(Task inputs)

_ _ _ _

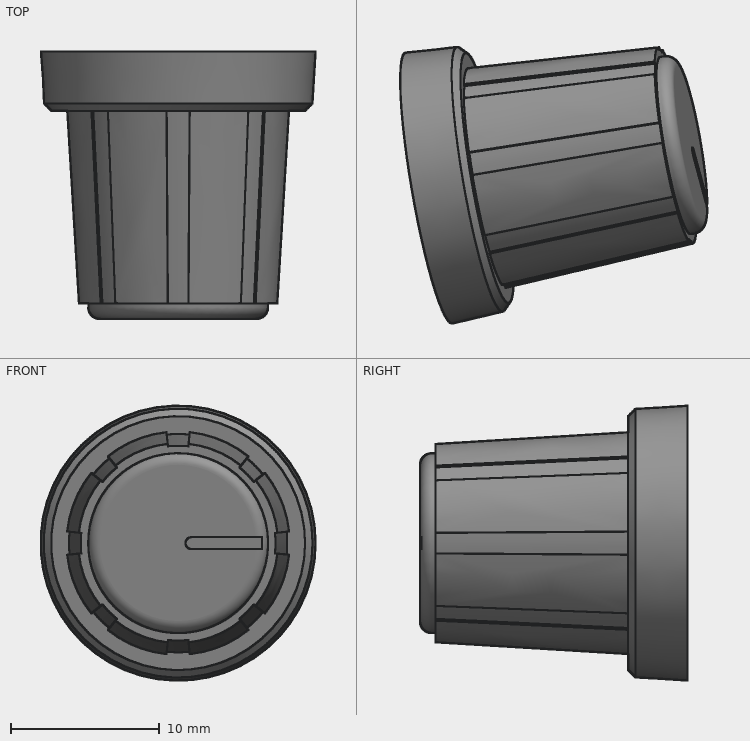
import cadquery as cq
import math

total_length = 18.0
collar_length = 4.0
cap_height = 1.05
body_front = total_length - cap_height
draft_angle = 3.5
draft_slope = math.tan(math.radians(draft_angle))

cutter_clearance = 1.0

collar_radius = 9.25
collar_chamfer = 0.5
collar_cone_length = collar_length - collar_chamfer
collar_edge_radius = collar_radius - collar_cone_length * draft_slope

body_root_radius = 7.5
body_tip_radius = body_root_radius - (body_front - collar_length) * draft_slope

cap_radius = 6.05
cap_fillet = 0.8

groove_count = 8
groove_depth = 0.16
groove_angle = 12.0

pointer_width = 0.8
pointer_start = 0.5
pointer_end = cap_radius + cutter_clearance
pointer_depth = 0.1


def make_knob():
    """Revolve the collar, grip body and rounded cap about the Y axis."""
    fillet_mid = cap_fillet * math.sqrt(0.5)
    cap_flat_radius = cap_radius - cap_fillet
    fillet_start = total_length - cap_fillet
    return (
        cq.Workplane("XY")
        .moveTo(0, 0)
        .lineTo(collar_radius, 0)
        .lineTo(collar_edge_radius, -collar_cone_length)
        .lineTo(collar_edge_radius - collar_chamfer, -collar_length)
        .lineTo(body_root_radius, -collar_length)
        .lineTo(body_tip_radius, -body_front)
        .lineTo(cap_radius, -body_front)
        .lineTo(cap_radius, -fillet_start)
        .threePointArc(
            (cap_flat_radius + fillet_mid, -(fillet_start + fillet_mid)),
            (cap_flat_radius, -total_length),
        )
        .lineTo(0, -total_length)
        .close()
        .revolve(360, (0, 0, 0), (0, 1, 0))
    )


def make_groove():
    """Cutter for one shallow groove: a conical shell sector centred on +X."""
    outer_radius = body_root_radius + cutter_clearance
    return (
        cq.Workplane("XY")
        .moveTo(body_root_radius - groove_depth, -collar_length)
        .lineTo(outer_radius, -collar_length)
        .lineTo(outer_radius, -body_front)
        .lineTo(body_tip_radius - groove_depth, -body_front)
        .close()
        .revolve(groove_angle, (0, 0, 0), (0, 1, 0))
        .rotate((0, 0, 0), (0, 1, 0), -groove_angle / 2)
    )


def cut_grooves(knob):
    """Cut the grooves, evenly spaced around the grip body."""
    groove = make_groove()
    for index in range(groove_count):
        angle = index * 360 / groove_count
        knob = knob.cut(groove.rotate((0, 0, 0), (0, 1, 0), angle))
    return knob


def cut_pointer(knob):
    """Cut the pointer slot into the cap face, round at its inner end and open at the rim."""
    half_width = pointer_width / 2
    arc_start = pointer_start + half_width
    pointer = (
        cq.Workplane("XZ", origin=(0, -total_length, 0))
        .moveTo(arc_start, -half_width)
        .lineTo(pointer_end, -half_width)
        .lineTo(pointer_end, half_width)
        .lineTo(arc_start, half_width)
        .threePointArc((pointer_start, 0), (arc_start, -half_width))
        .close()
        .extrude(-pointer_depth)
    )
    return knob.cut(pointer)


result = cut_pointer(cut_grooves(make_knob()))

_ _ _ _

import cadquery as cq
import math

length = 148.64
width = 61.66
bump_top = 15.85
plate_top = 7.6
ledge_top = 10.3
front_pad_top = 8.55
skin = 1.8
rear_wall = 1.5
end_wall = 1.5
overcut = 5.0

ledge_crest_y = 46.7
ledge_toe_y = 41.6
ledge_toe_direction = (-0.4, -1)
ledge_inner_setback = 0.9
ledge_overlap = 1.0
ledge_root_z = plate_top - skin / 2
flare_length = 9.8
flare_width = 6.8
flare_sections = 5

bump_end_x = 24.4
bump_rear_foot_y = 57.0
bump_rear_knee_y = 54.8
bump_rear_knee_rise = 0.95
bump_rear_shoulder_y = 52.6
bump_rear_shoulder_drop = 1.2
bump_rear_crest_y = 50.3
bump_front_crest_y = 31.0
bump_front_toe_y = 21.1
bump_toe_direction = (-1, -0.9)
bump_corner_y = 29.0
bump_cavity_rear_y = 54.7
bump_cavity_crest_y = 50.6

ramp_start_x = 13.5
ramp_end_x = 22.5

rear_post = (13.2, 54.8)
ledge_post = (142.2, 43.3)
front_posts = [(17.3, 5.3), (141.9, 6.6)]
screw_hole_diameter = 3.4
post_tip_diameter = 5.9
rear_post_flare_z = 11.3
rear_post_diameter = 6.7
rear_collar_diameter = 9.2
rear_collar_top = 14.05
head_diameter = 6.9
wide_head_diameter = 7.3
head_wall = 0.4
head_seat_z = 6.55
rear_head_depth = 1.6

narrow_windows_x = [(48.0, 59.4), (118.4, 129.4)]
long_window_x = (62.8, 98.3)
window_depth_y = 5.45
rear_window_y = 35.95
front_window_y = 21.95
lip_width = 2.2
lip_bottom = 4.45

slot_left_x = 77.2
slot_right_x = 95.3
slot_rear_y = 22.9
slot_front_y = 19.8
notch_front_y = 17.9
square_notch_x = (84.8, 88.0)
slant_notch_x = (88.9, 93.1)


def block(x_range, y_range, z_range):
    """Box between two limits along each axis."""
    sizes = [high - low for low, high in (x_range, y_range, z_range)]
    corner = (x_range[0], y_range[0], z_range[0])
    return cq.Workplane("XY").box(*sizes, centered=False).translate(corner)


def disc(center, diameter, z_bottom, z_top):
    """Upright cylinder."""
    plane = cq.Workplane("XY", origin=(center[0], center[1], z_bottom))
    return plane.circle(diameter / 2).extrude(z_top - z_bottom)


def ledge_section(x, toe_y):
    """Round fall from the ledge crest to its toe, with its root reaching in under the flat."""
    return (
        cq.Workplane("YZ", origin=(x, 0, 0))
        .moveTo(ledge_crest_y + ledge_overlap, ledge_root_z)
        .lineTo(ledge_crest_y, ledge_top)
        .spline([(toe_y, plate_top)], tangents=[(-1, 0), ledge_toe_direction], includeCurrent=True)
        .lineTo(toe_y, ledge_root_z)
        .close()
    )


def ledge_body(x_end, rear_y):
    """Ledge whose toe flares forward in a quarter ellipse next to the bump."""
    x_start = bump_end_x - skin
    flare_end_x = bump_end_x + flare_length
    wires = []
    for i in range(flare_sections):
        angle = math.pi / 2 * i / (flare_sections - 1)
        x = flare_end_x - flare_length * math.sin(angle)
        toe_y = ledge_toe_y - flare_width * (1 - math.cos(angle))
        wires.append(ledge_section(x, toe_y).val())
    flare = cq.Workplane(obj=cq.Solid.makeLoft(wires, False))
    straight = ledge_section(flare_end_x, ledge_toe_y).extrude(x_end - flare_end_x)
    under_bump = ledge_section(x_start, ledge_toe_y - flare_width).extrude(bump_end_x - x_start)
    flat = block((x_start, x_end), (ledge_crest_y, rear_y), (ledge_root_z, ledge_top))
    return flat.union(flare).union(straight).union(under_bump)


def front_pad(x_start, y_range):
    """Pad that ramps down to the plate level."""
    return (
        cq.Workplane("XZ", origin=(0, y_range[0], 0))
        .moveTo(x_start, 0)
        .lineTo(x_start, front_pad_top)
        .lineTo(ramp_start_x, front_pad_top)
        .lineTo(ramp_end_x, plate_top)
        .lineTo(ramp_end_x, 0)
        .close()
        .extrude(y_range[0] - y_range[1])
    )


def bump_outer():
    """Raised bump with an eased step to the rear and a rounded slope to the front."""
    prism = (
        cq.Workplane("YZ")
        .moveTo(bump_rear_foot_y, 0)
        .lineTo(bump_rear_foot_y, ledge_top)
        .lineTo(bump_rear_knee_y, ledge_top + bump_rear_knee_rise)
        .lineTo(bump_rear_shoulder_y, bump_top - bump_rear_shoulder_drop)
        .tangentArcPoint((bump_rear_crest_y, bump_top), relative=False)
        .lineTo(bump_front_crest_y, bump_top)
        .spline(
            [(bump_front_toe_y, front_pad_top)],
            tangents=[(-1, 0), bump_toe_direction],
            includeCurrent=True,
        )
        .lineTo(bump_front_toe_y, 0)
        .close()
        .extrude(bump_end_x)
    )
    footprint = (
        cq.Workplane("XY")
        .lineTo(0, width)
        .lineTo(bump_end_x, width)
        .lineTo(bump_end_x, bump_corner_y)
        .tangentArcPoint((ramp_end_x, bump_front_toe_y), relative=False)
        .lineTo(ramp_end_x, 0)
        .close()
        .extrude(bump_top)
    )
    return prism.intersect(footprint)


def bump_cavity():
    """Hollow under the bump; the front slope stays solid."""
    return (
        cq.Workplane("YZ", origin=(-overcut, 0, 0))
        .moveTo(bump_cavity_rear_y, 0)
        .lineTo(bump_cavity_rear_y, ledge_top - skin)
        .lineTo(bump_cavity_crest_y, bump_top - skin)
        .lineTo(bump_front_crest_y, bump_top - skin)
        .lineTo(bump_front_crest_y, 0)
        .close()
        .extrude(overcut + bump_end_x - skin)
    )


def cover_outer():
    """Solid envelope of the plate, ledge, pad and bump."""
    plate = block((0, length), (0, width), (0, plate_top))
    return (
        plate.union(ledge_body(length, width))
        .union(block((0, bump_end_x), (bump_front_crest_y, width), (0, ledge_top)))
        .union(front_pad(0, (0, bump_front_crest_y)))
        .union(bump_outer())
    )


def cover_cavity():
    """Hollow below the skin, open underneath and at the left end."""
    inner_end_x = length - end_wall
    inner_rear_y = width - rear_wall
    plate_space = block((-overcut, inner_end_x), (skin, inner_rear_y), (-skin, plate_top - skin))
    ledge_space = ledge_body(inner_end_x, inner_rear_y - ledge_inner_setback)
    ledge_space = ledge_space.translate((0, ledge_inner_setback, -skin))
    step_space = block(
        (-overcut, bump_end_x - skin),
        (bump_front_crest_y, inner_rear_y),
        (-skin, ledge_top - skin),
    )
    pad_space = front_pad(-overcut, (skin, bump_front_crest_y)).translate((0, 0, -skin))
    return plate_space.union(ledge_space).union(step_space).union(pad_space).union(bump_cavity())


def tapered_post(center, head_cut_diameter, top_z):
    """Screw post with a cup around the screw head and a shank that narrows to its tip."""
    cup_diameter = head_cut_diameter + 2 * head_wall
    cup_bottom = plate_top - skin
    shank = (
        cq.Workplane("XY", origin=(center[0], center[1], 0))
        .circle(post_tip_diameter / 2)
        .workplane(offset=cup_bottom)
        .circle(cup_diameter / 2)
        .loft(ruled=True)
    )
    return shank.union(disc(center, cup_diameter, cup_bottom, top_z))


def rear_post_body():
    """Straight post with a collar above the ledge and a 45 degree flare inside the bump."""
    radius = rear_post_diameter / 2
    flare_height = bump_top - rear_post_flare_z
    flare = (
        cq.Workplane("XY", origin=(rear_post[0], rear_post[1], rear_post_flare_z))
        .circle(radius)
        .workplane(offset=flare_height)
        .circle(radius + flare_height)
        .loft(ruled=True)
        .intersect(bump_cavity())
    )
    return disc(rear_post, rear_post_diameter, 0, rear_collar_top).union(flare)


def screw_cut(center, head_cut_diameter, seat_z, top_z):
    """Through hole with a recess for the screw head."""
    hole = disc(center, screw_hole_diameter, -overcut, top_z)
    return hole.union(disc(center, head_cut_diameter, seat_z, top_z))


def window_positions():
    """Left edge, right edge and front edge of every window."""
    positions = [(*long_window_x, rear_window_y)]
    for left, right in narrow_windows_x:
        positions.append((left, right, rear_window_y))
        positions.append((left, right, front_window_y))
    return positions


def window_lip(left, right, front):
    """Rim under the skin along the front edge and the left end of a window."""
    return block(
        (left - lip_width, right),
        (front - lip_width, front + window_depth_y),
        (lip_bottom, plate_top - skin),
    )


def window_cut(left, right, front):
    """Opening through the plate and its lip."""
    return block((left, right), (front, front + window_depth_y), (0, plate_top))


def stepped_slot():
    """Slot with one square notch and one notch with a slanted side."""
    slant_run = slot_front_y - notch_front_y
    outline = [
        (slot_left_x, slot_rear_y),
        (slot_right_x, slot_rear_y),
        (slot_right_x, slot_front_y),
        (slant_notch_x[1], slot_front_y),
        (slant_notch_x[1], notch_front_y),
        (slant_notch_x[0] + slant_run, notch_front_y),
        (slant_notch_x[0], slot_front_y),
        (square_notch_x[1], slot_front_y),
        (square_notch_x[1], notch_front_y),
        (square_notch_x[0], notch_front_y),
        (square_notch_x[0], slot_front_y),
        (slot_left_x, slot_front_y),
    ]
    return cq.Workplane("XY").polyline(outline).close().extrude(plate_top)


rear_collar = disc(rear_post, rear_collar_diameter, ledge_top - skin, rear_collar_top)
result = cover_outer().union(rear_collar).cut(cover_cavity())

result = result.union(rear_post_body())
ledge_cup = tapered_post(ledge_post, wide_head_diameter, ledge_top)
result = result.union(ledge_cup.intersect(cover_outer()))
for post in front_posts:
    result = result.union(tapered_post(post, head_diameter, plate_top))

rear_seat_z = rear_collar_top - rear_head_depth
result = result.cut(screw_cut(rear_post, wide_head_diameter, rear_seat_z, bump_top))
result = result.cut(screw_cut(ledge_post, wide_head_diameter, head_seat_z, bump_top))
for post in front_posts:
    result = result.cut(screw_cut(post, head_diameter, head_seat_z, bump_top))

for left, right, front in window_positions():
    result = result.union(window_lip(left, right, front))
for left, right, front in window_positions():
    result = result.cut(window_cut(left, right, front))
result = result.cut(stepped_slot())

_ _ _ _

(Work to complete) Using the listing above, return word for word each line from the one that has "flare_width = 6.8" through the one that has "rear_window_y = 35.95", and no line outside that range.

(Expected output)
flare_width = 6.8
flare_sections = 5

bump_end_x = 24.4
bump_rear_foot_y = 57.0
bump_rear_knee_y = 54.8
bump_rear_knee_rise = 0.95
bump_rear_shoulder_y = 52.6
bump_rear_shoulder_drop = 1.2
bump_rear_crest_y = 50.3
bump_front_crest_y = 31.0
bump_front_toe_y = 21.1
bump_toe_direction = (-1, -0.9)
bump_corner_y = 29.0
bump_cavity_rear_y = 54.7
bump_cavity_crest_y = 50.6

ramp_start_x = 13.5
ramp_end_x = 22.5

rear_post = (13.2, 54.8)
ledge_post = (142.2, 43.3)
front_posts = [(17.3, 5.3), (141.9, 6.6)]
screw_hole_diameter = 3.4
post_tip_diameter = 5.9
rear_post_flare_z = 11.3
rear_post_diameter = 6.7
rear_collar_diameter = 9.2
rear_collar_top = 14.05
head_diameter = 6.9
wide_head_diameter = 7.3
head_wall = 0.4
head_seat_z = 6.55
rear_head_depth = 1.6

narrow_windows_x = [(48.0, 59.4), (118.4, 129.4)]
long_window_x = (62.8, 98.3)
window_depth_y = 5.45
rear_window_y = 35.95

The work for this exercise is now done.